03/09/2014 7:34 PM | Anonymous

Professional Sewing Techniques for Designers, by Julie Cole and Sharon Czachor (published by Fairchild Books, Inc.) is an excellent textbook. There is also a workbook available. The book is expensive, but it costs less than a weekend workshop and it’s the equivalent of a full semester’s course.


The book has 18 chapters: The Design Process, Getting Prepared (extensive discussion of grain, pattern matching, seam allowances, sewing notions) Stabilizers, Darts,  Pockets,  Seams,  Tucks  and  pleats,  Zippers,   Waistbands,  Ruffles  and  flounces,  Collars,  Facings,   Cuffs, Sleeves, Hems, Linings, Closures, and Finishing touches.

Illustrations are 2-color line drawings and are exceptionally easy to understand - when to use stay stitching and which direction to sew in, where to use a small piece of stabilizer at a point, 4 waistband finishes.  The  basics  are  covered  in  charts  -­  what  size   needle to use for which fabric, what type of stabilizer to use where, when to use a full lining and when to use a half lining.

The book is written in a user-friendly voice. Don’t be put off by the dos and don’ts format.

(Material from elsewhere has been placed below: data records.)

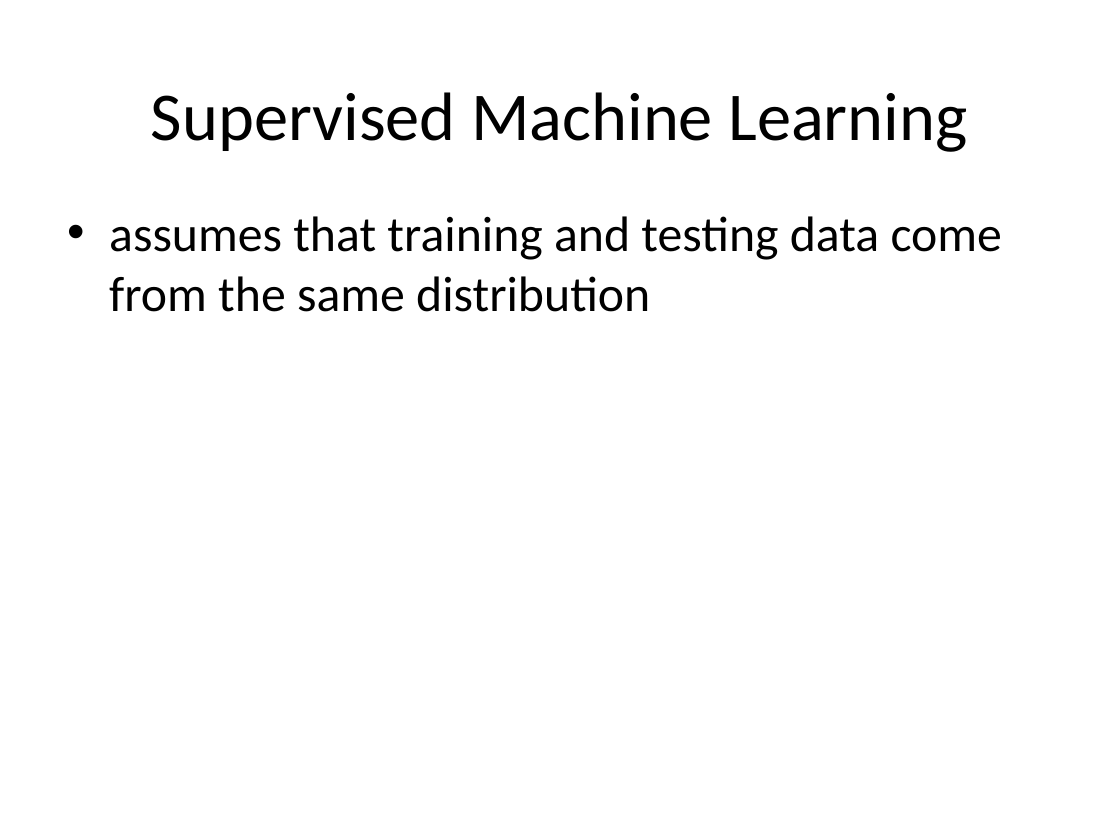
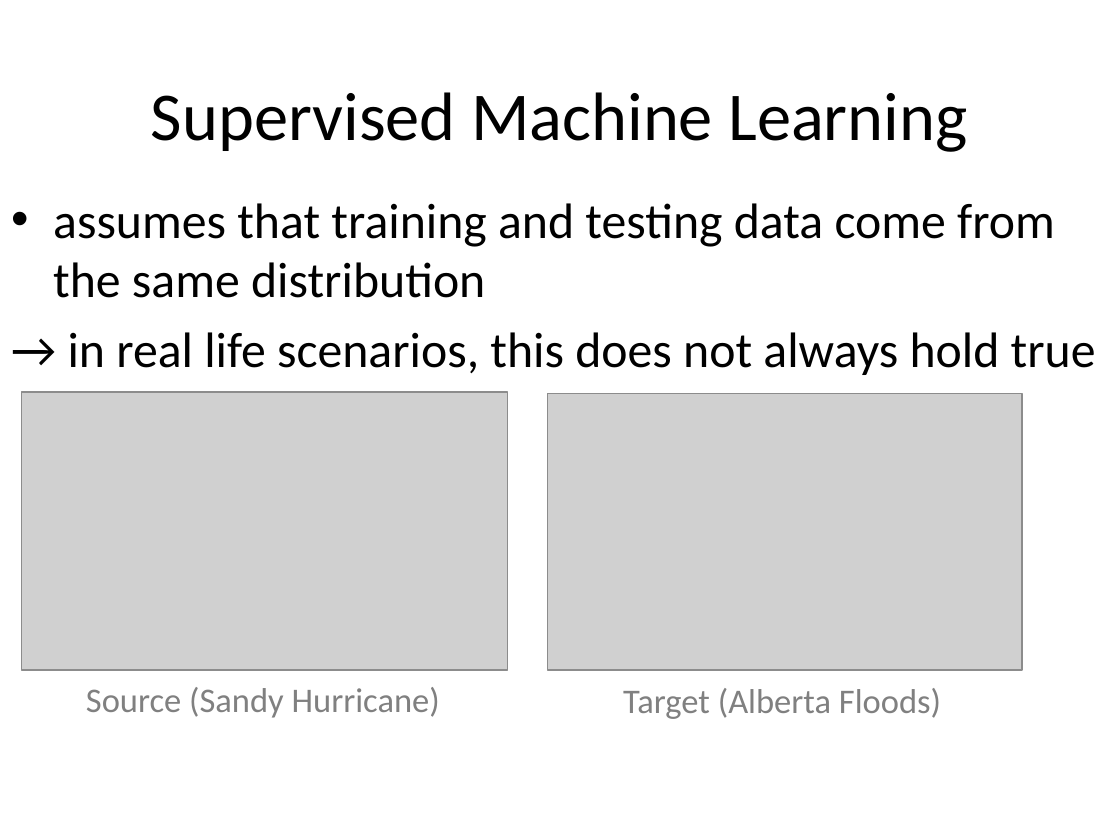
Before and after one commit to Oleksandra28/grad_forum, a slide deck: slide 22 of grad-presentation-sopova 2.pptx. Drawn at 1120x840 pixels with LibreOffice and Linux fonts; fonts in the diff are those of the drawing; grey boxes stand for pictures; background and template pictures are left out. Boxes give left, top, right and bottom in pixels: in the first picture for what was removed or moved away, otherwise in the second. Text is boxed around its words. In the diff, an @@ line names an element or a change of style, - is before the commit and + after.

Commit message:
almost supervised

```diff
--- a/grad-presentation-sopova 2.pptx
+++ b/grad-presentation-sopova 2.pptx
@@ text "assumes that training and testing ...": place and size @@
-text "assumes that training and testing ..." at <box>109,216,1002,312</box>
+text "assumes that training and testing ..." at <box>53,203,1096,375</box>
@@ text at <box>68,332,1096,375</box>: paragraph added @@
+→ in real life scenarios, this does not always hold true
@@ picture added at <box>21,392,507,670</box> @@
@@ picture added at <box>548,393,1021,670</box> @@
@@ text added at <box>86,687,440,718</box>, 22.2 pt, text #808080 @@
+Source (Sandy Hurricane)
@@ text added at <box>623,688,941,719</box>, 22.2 pt, text #808080 @@
+Target (Alberta Floods)
```
Also in this commit, not shown: 9 other slides changed, 6 other files.

Among the suggestions for satin seams: a reminder to maintain a clean and oil-free environment and to clean your hands often, to use a silk organza press cloth, to use fine  needles,  and  to  stitch  directionally.  For  faux  fur:   Trim fur from seam allowances before stitching, turn scissors at an angle to trim the fur, and don’t trim fur off the hem allowance.

To give an idea of the breadth of the material, the tuck chapter teaches dart tucks, blind tucks, pin tucks, corded tucks, cross tucks, shell tucks, and overhand tucks. Only then does it move on to pleats. If you need  help  figuring  out  the  most  accurate  way  to  do   simple tucks, this book will help you. If you are looking for something more convoluted this book is still able to help. The pocket chapter includes inseam pockets and how to draft them, patch pockets (topstitched,  sewn  invisibly,  lined,  with  or  without  flaps,)   shaped pockets, welt pockets, pleated or gathered pockets, piped pockets and zipped pockets.


There are four pages of illustrations showing how to clip where seams join. I like a book that reminds you that in a sheer dress you can sew the zipper to the lining.

This is not a book of industrial sewing techniques and it is not a book on embellishment, but if you want to choose a single book that illustrates construction techniques for high end clothing, your go-to when you can’t remember the steps in a welt pocket or how to stitch jersey without stretching it, I recommend Professional Sewing Techniques for Designers by Julie Cole and Sharon Czachor.